The problem: When you repeat the entries below, keep each word exactly as it is and drop the pictures.

Record extracts:
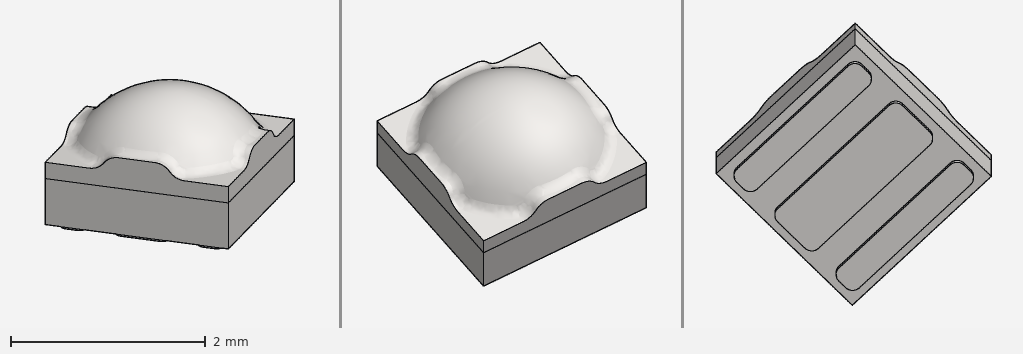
import cadquery as cq
import math

side = 2.0
total_height = 1.34

pad_height = 0.06
pad_length = 1.8
pad_corner_radius = 0.1
outer_pad_width = 0.3
center_pad_width = 0.6
outer_pad_offset = 0.75

substrate_top = 0.57
plate_top = 0.75
ridge_top = 0.908
ridge_crest_half_width = 0.2
ridge_blend_radius = 0.2

dome_radius = 1.14
dome_fillet_radius = 0.15

ridge_height = ridge_top - plate_top
flank_mid_z = (plate_top + ridge_top) / 2
flank_angle = math.acos(1 - ridge_height / 2 / ridge_blend_radius)
flank_half_width = ridge_blend_radius * math.sin(flank_angle)
flank_mid_x = ridge_crest_half_width + flank_half_width
ridge_foot_x = flank_mid_x + flank_half_width
arc_mid_dx = ridge_blend_radius * math.sin(flank_angle / 2)
arc_mid_dz = ridge_blend_radius * (1 - math.cos(flank_angle / 2))
dome_center_z = total_height - dome_radius


def make_pad(center_x, width):
    """Solder pad with rounded vertical corners."""
    return (
        cq.Workplane("XY")
        .center(center_x, 0)
        .rect(width, pad_length)
        .extrude(pad_height)
        .edges("|Z")
        .fillet(pad_corner_radius)
    )


def make_substrate():
    return (
        cq.Workplane("XY")
        .workplane(offset=pad_height)
        .rect(side, side)
        .extrude(substrate_top - pad_height)
    )


def make_ridge():
    """Raised ridge along Y, with S-shaped flanks, standing on the plate bottom."""
    concave_mid = (ridge_foot_x - arc_mid_dx, plate_top + arc_mid_dz)
    convex_mid = (ridge_crest_half_width + arc_mid_dx, ridge_top - arc_mid_dz)
    return (
        cq.Workplane("XZ")
        .moveTo(-ridge_foot_x, substrate_top)
        .lineTo(ridge_foot_x, substrate_top)
        .lineTo(ridge_foot_x, plate_top)
        .threePointArc(concave_mid, (flank_mid_x, flank_mid_z))
        .threePointArc(convex_mid, (ridge_crest_half_width, ridge_top))
        .lineTo(-ridge_crest_half_width, ridge_top)
        .threePointArc((-convex_mid[0], convex_mid[1]), (-flank_mid_x, flank_mid_z))
        .threePointArc((-concave_mid[0], concave_mid[1]), (-ridge_foot_x, plate_top))
        .close()
        .extrude(side / 2, both=True)
    )


def make_dome():
    """Spherical cap rising from the plate bottom, trimmed to the footprint."""
    sphere = cq.Workplane("XY").sphere(dome_radius).translate((0, 0, dome_center_z))
    trim = (
        cq.Workplane("XY")
        .workplane(offset=substrate_top)
        .rect(side, side)
        .extrude(total_height)
    )
    return sphere.intersect(trim)


def is_dome_foot(edge):
    """True when an edge above the plate bottom lies on the dome's sphere."""
    dome_center = cq.Vector(0, 0, dome_center_z)
    tolerance = 0.0002
    samples = [edge.positionAt(t) for t in (0, 0.3, 0.7, 1)]
    return all(
        abs((point - dome_center).Length - dome_radius) < tolerance
        and point.z > plate_top - tolerance
        for point in samples
    )


def make_lens():
    """Lens plate, crossing ridges and dome as one body, filleted round the dome foot."""
    plate = (
        cq.Workplane("XY")
        .workplane(offset=substrate_top)
        .rect(side, side)
        .extrude(plate_top - substrate_top)
    )
    ridge = make_ridge()
    crossing_ridge = ridge.rotate((0, 0, 0), (0, 0, 1), 90)
    lens = plate.union(ridge).union(crossing_ridge).union(make_dome())
    foot_edges = [edge for edge in lens.edges().vals() if is_dome_foot(edge)]
    return lens.newObject(foot_edges).fillet(dome_fillet_radius)


pads = [
    make_pad(center_x, width)
    for center_x, width in (
        (-outer_pad_offset, outer_pad_width),
        (0, center_pad_width),
        (outer_pad_offset, outer_pad_width),
    )
]
substrate = make_substrate()
lens = make_lens()

result = cq.Compound.makeCompound([substrate.val(), lens.val(), *(pad.val() for pad in pads)])

Output of the task:
import cadquery as cq
import math

side = 2.0
total_height = 1.34

pad_height = 0.06
pad_length = 1.8
pad_corner_radius = 0.1
outer_pad_width = 0.3
center_pad_width = 0.6
outer_pad_offset = 0.75

substrate_top = 0.57
plate_top = 0.75
ridge_top = 0.908
ridge_crest_half_width = 0.2
ridge_blend_radius = 0.2

dome_radius = 1.14
dome_fillet_radius = 0.15

ridge_height = ridge_top - plate_top
flank_mid_z = (plate_top + ridge_top) / 2
flank_angle = math.acos(1 - ridge_height / 2 / ridge_blend_radius)
flank_half_width = ridge_blend_radius * math.sin(flank_angle)
flank_mid_x = ridge_crest_half_width + flank_half_width
ridge_foot_x = flank_mid_x + flank_half_width
arc_mid_dx = ridge_blend_radius * math.sin(flank_angle / 2)
arc_mid_dz = ridge_blend_radius * (1 - math.cos(flank_angle / 2))
dome_center_z = total_height - dome_radius


def make_pad(center_x, width):
    """Solder pad with rounded vertical corners."""
    return (
        cq.Workplane("XY")
        .center(center_x, 0)
        .rect(width, pad_length)
        .extrude(pad_height)
        .edges("|Z")
        .fillet(pad_corner_radius)
    )


def make_substrate():
    return (
        cq.Workplane("XY")
        .workplane(offset=pad_height)
        .rect(side, side)
        .extrude(substrate_top - pad_height)
    )


def make_ridge():
    """Raised ridge along Y, with S-shaped flanks, standing on the plate bottom."""
    concave_mid = (ridge_foot_x - arc_mid_dx, plate_top + arc_mid_dz)
    convex_mid = (ridge_crest_half_width + arc_mid_dx, ridge_top - arc_mid_dz)
    return (
        cq.Workplane("XZ")
        .moveTo(-ridge_foot_x, substrate_top)
        .lineTo(ridge_foot_x, substrate_top)
        .lineTo(ridge_foot_x, plate_top)
        .threePointArc(concave_mid, (flank_mid_x, flank_mid_z))
        .threePointArc(convex_mid, (ridge_crest_half_width, ridge_top))
        .lineTo(-ridge_crest_half_width, ridge_top)
        .threePointArc((-convex_mid[0], convex_mid[1]), (-flank_mid_x, flank_mid_z))
        .threePointArc((-concave_mid[0], concave_mid[1]), (-ridge_foot_x, plate_top))
        .close()
        .extrude(side / 2, both=True)
    )


def make_dome():
    """Spherical cap rising from the plate bottom, trimmed to the footprint."""
    sphere = cq.Workplane("XY").sphere(dome_radius).translate((0, 0, dome_center_z))
    trim = (
        cq.Workplane("XY")
        .workplane(offset=substrate_top)
        .rect(side, side)
        .extrude(total_height)
    )
    return sphere.intersect(trim)


def is_dome_foot(edge):
    """True when an edge above the plate bottom lies on the dome's sphere."""
    dome_center = cq.Vector(0, 0, dome_center_z)
    tolerance = 0.0002
    samples = [edge.positionAt(t) for t in (0, 0.3, 0.7, 1)]
    return all(
        abs((point - dome_center).Length - dome_radius) < tolerance
        and point.z > plate_top - tolerance
        for point in samples
    )


def make_lens():
    """Lens plate, crossing ridges and dome as one body, filleted round the dome foot."""
    plate = (
        cq.Workplane("XY")
        .workplane(offset=substrate_top)
        .rect(side, side)
        .extrude(plate_top - substrate_top)
    )
    ridge = make_ridge()
    crossing_ridge = ridge.rotate((0, 0, 0), (0, 0, 1), 90)
    lens = plate.union(ridge).union(crossing_ridge).union(make_dome())
    foot_edges = [edge for edge in lens.edges().vals() if is_dome_foot(edge)]
    return lens.newObject(foot_edges).fillet(dome_fillet_radius)


pads = [
    make_pad(center_x, width)
    for center_x, width in (
        (-outer_pad_offset, outer_pad_width),
        (0, center_pad_width),
        (outer_pad_offset, outer_pad_width),
    )
]
substrate = make_substrate()
lens = make_lens()

result = cq.Compound.makeCompound([substrate.val(), lens.val(), *(pad.val() for pad in pads)])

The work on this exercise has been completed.